Task requirements:
Reproduce exactly, and solely, the lines running from the top of the data below through the line with "boot_recess_radius = 4.6", both inclusive. Omit pictures.
--- Study material Enclosed Below ---
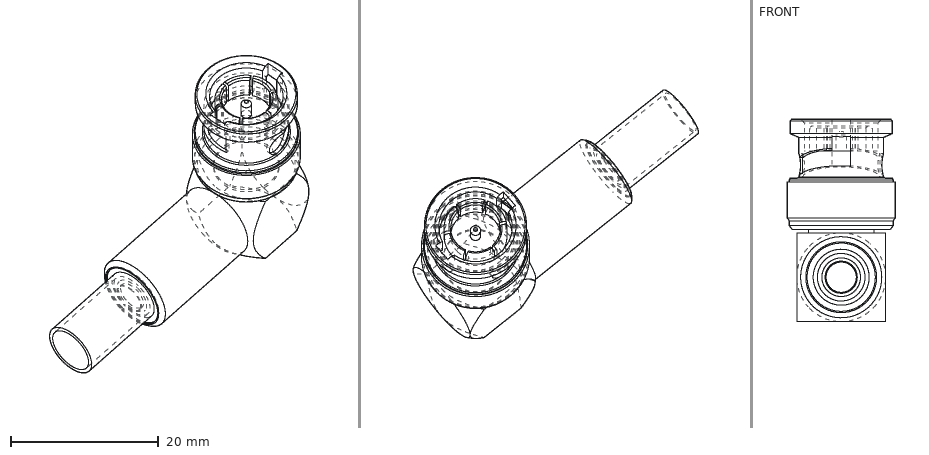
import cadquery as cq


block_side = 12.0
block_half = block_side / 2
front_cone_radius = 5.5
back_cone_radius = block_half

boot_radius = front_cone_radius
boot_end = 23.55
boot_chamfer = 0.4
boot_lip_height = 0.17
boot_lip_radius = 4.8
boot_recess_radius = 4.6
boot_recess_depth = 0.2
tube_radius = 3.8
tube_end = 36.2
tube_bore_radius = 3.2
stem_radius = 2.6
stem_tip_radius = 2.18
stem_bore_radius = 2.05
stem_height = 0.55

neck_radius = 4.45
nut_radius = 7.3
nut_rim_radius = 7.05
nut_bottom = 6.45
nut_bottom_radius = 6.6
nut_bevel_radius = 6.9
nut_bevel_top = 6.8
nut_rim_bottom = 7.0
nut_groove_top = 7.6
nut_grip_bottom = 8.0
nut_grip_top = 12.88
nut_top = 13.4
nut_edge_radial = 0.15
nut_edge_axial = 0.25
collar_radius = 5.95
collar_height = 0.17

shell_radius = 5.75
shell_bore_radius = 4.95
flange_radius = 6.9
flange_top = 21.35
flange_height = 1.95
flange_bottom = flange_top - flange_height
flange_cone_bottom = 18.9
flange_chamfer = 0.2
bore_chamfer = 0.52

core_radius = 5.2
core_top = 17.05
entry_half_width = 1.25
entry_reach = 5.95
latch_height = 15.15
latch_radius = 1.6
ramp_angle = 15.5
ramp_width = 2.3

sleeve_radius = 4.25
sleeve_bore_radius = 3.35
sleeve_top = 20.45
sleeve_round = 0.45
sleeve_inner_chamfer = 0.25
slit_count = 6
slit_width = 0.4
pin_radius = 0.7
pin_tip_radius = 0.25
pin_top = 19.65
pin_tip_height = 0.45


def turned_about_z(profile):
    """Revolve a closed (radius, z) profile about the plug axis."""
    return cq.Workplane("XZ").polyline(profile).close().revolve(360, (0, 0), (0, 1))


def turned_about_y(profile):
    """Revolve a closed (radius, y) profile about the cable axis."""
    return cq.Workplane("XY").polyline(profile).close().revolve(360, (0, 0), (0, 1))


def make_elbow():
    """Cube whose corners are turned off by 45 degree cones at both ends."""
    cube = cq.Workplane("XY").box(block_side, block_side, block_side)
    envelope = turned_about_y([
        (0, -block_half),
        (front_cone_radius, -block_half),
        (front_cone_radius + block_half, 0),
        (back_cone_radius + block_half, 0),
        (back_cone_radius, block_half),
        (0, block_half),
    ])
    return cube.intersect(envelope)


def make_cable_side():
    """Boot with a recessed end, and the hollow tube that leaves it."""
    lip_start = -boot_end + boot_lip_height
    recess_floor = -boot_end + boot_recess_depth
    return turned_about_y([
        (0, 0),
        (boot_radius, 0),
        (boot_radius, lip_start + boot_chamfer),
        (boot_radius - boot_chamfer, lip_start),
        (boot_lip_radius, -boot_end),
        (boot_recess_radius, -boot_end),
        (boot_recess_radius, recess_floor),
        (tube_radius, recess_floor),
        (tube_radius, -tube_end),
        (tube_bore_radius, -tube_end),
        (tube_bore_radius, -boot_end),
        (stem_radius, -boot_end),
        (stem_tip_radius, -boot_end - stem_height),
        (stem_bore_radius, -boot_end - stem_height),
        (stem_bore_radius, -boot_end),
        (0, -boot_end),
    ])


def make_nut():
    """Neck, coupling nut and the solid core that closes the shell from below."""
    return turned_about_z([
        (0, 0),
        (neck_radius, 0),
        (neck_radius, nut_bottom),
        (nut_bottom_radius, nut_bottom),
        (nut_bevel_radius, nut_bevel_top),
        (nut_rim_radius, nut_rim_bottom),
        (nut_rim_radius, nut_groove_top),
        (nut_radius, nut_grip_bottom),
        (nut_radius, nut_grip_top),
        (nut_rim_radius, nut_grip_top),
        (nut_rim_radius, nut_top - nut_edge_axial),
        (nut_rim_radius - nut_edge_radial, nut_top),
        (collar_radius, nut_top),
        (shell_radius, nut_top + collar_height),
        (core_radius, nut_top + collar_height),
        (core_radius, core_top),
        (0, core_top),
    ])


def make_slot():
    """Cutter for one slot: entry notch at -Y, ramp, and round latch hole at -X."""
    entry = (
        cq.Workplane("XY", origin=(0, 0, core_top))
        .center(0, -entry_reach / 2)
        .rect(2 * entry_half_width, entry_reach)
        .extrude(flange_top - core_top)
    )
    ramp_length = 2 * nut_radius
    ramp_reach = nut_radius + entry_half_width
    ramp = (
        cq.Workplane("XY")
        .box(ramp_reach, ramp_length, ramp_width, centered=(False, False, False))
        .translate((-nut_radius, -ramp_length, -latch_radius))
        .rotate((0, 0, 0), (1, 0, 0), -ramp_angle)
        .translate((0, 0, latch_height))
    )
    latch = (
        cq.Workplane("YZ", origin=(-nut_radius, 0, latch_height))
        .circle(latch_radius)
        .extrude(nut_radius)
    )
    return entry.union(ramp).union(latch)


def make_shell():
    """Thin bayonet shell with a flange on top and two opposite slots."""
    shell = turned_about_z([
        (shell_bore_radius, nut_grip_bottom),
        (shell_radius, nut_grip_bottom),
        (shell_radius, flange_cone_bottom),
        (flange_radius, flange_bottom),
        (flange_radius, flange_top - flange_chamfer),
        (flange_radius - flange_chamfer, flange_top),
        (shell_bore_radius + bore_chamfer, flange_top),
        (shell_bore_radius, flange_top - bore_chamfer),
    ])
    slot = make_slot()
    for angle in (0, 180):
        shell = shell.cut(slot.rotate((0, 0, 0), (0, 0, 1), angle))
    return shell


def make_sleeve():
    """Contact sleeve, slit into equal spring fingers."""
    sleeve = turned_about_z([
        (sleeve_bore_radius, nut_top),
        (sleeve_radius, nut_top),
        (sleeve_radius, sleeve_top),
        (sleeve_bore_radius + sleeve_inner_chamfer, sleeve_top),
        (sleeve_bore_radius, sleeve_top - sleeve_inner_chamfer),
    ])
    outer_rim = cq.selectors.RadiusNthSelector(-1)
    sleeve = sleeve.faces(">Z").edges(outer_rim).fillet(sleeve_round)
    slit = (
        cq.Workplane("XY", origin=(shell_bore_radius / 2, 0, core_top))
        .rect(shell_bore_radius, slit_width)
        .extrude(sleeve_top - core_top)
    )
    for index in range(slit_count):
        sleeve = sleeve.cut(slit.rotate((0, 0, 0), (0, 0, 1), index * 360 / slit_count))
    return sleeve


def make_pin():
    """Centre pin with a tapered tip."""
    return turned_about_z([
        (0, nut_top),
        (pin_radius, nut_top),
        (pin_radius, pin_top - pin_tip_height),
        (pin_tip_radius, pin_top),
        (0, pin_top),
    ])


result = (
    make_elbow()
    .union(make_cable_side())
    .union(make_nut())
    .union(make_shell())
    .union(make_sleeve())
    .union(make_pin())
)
--- End of Enclosed Study material ---
Reply to the exercise:
import cadquery as cq


block_side = 12.0
block_half = block_side / 2
front_cone_radius = 5.5
back_cone_radius = block_half

boot_radius = front_cone_radius
boot_end = 23.55
boot_chamfer = 0.4
boot_lip_height = 0.17
boot_lip_radius = 4.8
boot_recess_radius = 4.6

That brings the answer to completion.